When we’d finished eating, we gathered our coats, standing as she put her camera bag across her body.

“Thank you for the food and for introducing me to linner,” I said with a smile.

“I’m glad you now know the greatness of a good linner,” she smiled back. “And thank you again for saving me.”

“Glad I was in the right place at the right time.”

I didn’t hear Belle’s reply as movement from behind her caught my eye.

Two men at the bar were whispering and pointing at me.

They must have been wondering if I was really Holden Prescott, and for some reason I still didn’t want Belle to know who I was.

We’d had an amazing time together, and I wanted it to remain exactly this way in my memory.

Just two strangers who had randomly met and enjoyed a meal together.

I searched the restaurant for a way to hide or escape. Christmas decorations dripped from every available surface, and when my eyes landed on some nearby mistletoe hanging from an archway, I took the chance without another thought.

Grabbing Belle by the arm I tugged her the few feet we needed to be directly under the mistletoe. They wouldn’t interrupt me if I was in the middle of kissing a woman, right?

Belle looked surprised by my sudden movements. I glanced up at the mistletoe, her gaze following mine. When her eyes returned to mine, they widened. That was the only warning I gave her before pulling her body close and pressing my mouth against hers.

Her body froze in my arms but quickly loosened as her arms crept around my neck, her lips catching up to mine.

I had meant for the kiss to be brief, a way to keep some possible fans from being able to identify me or—worse—come over to meet me.

But as soon as my lips had touched Belle’s, all thoughts of anyone else disappeared.

She was warm and soft, and I wondered if I’d ever experienced a kiss quite like this before as our mouths melded together in a perfect fit.

The longer we kissed, the more I knew the answer was definitely no.

Even with our coats on, the heat between us seemed to burn through me. My hand snaked up her back, finally reaching the strands of her silky hair before landing on the side of her neck.

A rational part of my brain was telling me to stop or at least slow things down, that I was kissing a woman I had met mere hours ago and to whom I hadn’t given a fair chance to say no or stop me from kissing her.

But if the way she was responding was any indication of how much she was enjoying herself, I assumed she was enjoying and wanting this kiss as much as I was.

But still, we were in a public restaurant.

Her hand slid into my hair, which had me almost losing focus again. But no, I needed to stop. We were strangers—strangers who would never see each other again. It wouldn’t be right to keep this kiss going on any longer. Plus, I was sure management would be kicking us out soon if we didn’t stop.

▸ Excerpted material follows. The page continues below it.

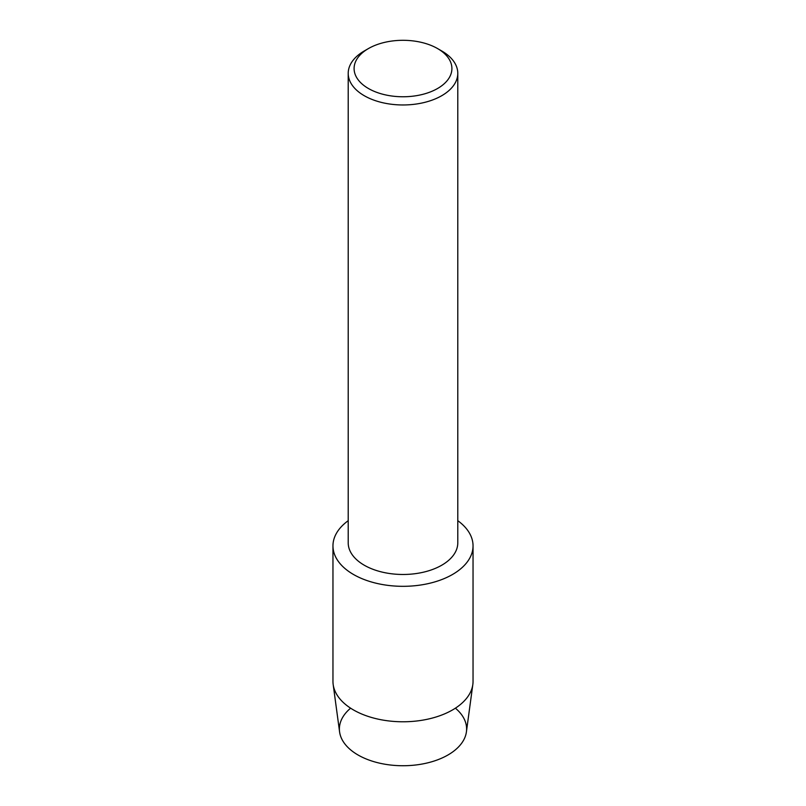 <?xml version="1.0" encoding="UTF-8"?>
<svg xmlns="http://www.w3.org/2000/svg" width="806" height="806" viewBox="0 0 806 806"><rect width="100%" height="100%" fill="white"/><g stroke="black" fill="none" stroke-linecap="round" stroke-linejoin="round"><path stroke-width="1.21" d="M455.39 708.182A63.614 36.723 180 0 1 447.975 754.98A63.614 36.723 180 0 1 362.297 757.237A63.614 36.723 180 0 1 350.61 708.182M437.577 48.572L441.738 50.969A54.788 31.625 180 0 1 457.788 73.336L457.788 542.851A54.788 31.625 180 0 1 441.738 565.218A54.788 31.625 180 0 1 382.034 572.069A54.788 31.625 180 0 1 348.212 542.851L348.212 73.336A54.788 31.625 180 0 1 364.262 50.969L368.423 48.572A48.904 28.23 180 0 1 437.577 48.572A48.904 28.23 180 0 1 437.577 88.499A48.904 28.23 180 0 1 368.423 88.499A48.904 28.23 180 0 1 368.423 48.572L364.262 50.969M452.529 574.477A70.041 40.441 180 0 1 356.343 576.038A70.041 40.441 180 0 1 348.212 520.686A70.041 40.441 180 0 0 332.959 545.884A70.041 40.441 180 0 0 376.19 583.242A70.041 40.441 180 0 0 452.529 574.477A70.041 40.441 180 0 0 457.788 520.686A70.041 40.441 180 0 1 473.041 545.884A70.041 40.441 180 0 1 452.529 574.477M457.788 73.336A54.788 31.625 180 0 1 441.738 95.702A54.788 31.625 180 0 1 382.034 102.564A54.788 31.625 180 0 1 348.212 73.336M473.041 545.884L473.041 681.342A70.041 40.441 180 0 1 472.83 684.485L466.412 731.878A63.614 36.723 180 0 1 447.975 754.98A63.614 36.723 180 0 1 380.966 763.463A63.614 36.723 180 0 1 339.588 731.878L333.17 684.485A70.041 40.441 180 0 1 332.959 681.342L332.959 545.884M472.83 684.485A70.041 40.441 180 0 1 452.529 709.935A70.041 40.441 180 0 1 378.739 719.274A70.041 40.441 180 0 1 333.17 684.485"/></g></svg>
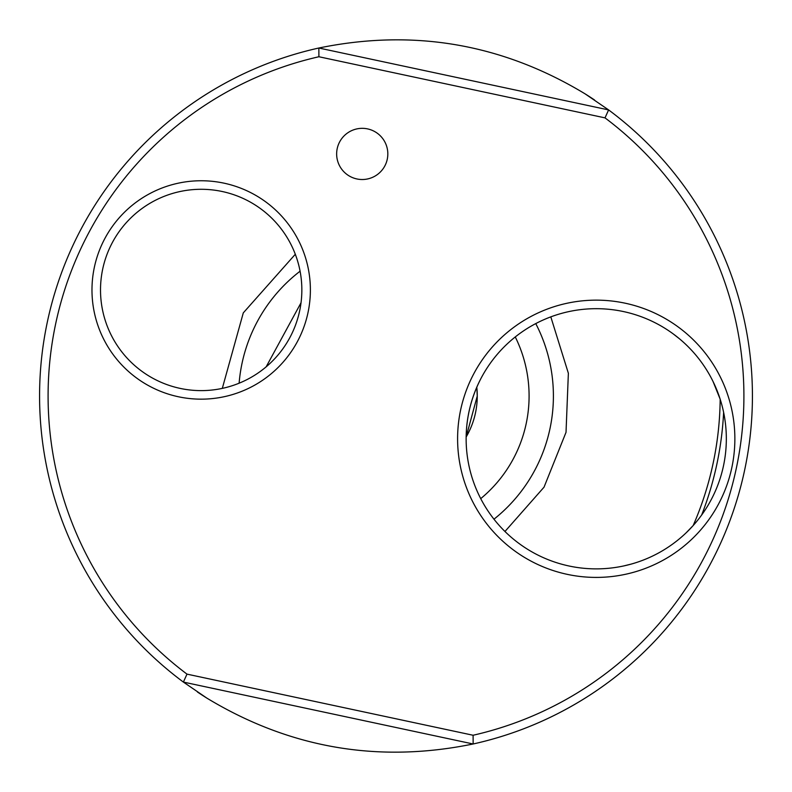 <?xml version="1.0" encoding="UTF-8"?>
<svg xmlns="http://www.w3.org/2000/svg" width="792" height="792" viewBox="0 0 792 792"><rect width="100%" height="100%" fill="white"/><g stroke="black" fill="none" stroke-linecap="round" stroke-linejoin="round"><path stroke-width="1.19" d="M535.758 323.591A157.4 157.4 0 0 1 493.96 519.206M239.125 383.199A157.4 157.4 0 0 1 300.089 271.201M673.22 333.907L679.496 338.818A130.106 130.106 0 0 1 713.028 381.467L720.176 399.217A324.185 324.185 0 0 1 693.188 525.532L686.179 532.778M723.621 412.345A328.027 328.027 0 0 1 701.692 514.958M480.714 498.643A133.086 133.086 0 0 0 515.265 336.937M301.029 302.772L266.152 366.844M295.307 254.262L243.292 312.88L222.305 388.387M504.959 531.491L544.035 487.169L566.023 432.323L568.369 373.279L550.806 316.869M466.142 437.026L477.259 396A81.259 81.259 0 0 1 466.142 437.026M476.784 387.219A81.259 81.259 0 0 1 477.259 396L476.784 387.219M383.922 167.508A25.591 25.591 0 0 1 348.648 175.616A25.591 25.591 0 0 1 340.55 140.342A25.591 25.591 0 0 1 375.824 132.234A25.591 25.591 0 0 1 383.922 167.508M527.175 549.034A130.106 130.106 0 0 0 706.494 507.84A130.106 130.106 0 0 0 665.29 328.522A130.106 130.106 0 0 0 485.971 369.725A130.106 130.106 0 0 0 527.175 549.034M713.721 512.365A138.63 138.63 0 0 1 522.641 556.271A138.63 138.63 0 0 1 478.744 365.191A138.63 138.63 0 0 1 669.814 321.285A138.63 138.63 0 0 1 713.721 512.365M466.24 444.203C465.419 421.968 469.943 400.802 479.803 380.714M143.213 382.506A109.197 109.197 0 0 1 108.633 231.997A109.197 109.197 0 0 1 259.142 197.406A109.197 109.197 0 0 1 293.723 347.926A109.197 109.197 0 0 1 143.213 382.506M254.618 204.643A100.673 100.673 0 0 0 115.86 236.521A100.673 100.673 0 0 0 147.748 375.269A100.673 100.673 0 0 0 286.496 343.391A100.673 100.673 0 0 0 254.618 204.643M585.199 93.921L608.612 109.92A356.44 356.44 0 0 1 473.151 743.985C378.368 763.458 289.595 748.153 206.801 698.079L183.388 682.08A356.44 356.44 0 0 1 318.849 48.015C413.632 28.542 502.405 43.847 585.199 93.921A356.44 356.44 0 0 1 594.584 100.01M318.849 48.015L608.612 109.92L605.009 117.869L318.899 56.747L318.849 48.015M186.991 674.131L473.101 735.253L473.151 743.985L183.388 682.08L186.991 674.131A347.906 347.906 0 0 1 318.899 56.747M206.801 698.079A356.44 356.44 0 0 1 197.416 691.99M605.009 117.869A347.906 347.906 0 0 1 473.101 735.253M623.641 565.963L631.382 564.043A130.106 130.106 0 0 0 679.407 538.817"/></g></svg>

I broke the kiss, staring down at her. The look on her face seemed to be one of bewilderment and shock. I didn’t have time to figure out exactly how she was feeling, for fear of either kissing her again or from her wanting more from me than I could give.

I lightly caressed my thumb along her jaw, memorizing her and this moment. “Goodbye, Belle.”

And with that, I took a step back before turning and walking out of the restaurant.